Delivery giant FedEx (FDX) is also seeing notable strength after reporting fiscal second quarter results that exceeded analyst estimates on both the top and bottom lines.
Energy stocks are seeing significant weakness in morning trading, with a sharp pullback by the price of crude oil weighing on the sector.
Crude for January delivery is tumbling $1.87 to $70.51 a barrel after jumping $1.51 to $72.38 a barrel in the previous session.
Reflecting the weakness in the energy sector, the Philadelphia Oil Service Index is down by 3.3 percent and the NYSE Arca Oil Index is down by 2.4 percent.
Substantial weakness has also emerged among banking stocks, as reflected by the 3.3 percent slump by the KBW Bank Index. The index has fallen to its lowest intraday level in almost three months.

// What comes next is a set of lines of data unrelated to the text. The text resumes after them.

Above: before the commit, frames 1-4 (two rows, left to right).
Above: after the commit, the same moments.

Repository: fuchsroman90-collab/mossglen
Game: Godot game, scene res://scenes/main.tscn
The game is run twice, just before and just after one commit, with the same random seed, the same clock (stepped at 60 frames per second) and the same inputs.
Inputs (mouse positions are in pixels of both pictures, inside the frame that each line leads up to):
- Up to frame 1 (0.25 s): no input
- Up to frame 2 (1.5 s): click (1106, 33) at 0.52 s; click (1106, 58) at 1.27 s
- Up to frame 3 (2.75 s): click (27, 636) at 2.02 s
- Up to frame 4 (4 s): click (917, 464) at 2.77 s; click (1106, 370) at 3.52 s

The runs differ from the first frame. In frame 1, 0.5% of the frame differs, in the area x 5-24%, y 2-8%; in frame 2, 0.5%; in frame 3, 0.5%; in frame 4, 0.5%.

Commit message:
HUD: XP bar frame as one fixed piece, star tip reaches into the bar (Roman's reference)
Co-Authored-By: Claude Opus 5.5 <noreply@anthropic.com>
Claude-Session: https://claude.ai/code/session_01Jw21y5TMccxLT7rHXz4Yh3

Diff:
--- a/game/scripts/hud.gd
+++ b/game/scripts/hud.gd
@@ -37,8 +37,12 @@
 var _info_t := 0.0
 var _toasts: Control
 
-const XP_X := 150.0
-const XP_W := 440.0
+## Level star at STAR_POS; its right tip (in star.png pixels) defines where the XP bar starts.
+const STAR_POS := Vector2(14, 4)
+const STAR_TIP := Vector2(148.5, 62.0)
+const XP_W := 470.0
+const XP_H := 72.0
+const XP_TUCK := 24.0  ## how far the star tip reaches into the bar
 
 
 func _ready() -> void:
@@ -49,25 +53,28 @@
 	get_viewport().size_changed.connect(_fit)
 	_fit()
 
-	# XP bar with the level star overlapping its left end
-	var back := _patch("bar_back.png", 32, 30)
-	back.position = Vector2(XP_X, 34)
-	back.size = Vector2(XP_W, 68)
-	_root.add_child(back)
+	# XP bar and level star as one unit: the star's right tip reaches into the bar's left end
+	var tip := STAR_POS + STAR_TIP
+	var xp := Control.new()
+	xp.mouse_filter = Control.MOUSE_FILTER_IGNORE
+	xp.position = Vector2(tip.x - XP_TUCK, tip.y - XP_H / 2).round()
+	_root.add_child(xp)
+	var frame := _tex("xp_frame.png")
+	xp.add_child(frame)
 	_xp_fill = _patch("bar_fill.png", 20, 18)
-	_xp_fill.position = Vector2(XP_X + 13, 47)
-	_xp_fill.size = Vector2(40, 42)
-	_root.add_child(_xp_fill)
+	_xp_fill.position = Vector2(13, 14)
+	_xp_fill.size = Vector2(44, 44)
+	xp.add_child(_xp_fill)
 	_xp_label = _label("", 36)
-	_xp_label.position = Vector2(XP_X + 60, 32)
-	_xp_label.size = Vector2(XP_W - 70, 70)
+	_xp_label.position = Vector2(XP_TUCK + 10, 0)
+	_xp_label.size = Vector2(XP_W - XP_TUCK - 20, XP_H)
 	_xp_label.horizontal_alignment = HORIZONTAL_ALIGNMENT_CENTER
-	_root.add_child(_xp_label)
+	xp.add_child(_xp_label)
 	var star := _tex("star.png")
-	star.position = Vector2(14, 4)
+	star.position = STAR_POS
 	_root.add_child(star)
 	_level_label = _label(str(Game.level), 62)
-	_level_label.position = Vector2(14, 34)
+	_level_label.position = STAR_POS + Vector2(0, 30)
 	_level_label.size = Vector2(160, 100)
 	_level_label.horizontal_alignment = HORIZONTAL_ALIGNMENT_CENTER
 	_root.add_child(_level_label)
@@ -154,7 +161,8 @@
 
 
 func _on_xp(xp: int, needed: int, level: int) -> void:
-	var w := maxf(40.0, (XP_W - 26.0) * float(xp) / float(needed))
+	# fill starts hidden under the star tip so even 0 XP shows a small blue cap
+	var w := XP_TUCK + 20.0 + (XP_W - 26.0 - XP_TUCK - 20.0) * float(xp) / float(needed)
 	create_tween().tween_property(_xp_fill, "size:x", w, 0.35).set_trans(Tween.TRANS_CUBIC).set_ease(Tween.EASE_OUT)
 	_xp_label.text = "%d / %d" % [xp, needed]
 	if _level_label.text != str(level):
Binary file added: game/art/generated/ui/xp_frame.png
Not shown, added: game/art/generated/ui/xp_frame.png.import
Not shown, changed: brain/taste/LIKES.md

Chemical, brokerage and software stocks are also seeing notable weakness, while gold stocks are bucking the downtrend amid an increase by the price of the precious metal.
In overseas trading, stock markets across the Asia-Pacific region turned in a mixed performance during trading on Friday. Japan’s Nikkei 225 Index tumbled by 1.8 percent, while South Korea’s Kospi rose by 0.4 percent.
Meanwhile, European stocks have moved mostly lower on the day. While the U.K.’s FTSE 100 Index has dipped by 0.2 percent, the German DAX Index is down by 1.2 percent and the French CAC 40 Index is down by 1.6 percent.
In the bond market, treasuries are extending the upward move seen over the course of the previous session. As a result, the yield on the benchmark ten-year note, which moves opposite of its price, is down by 4 basis points at 1.382 percent.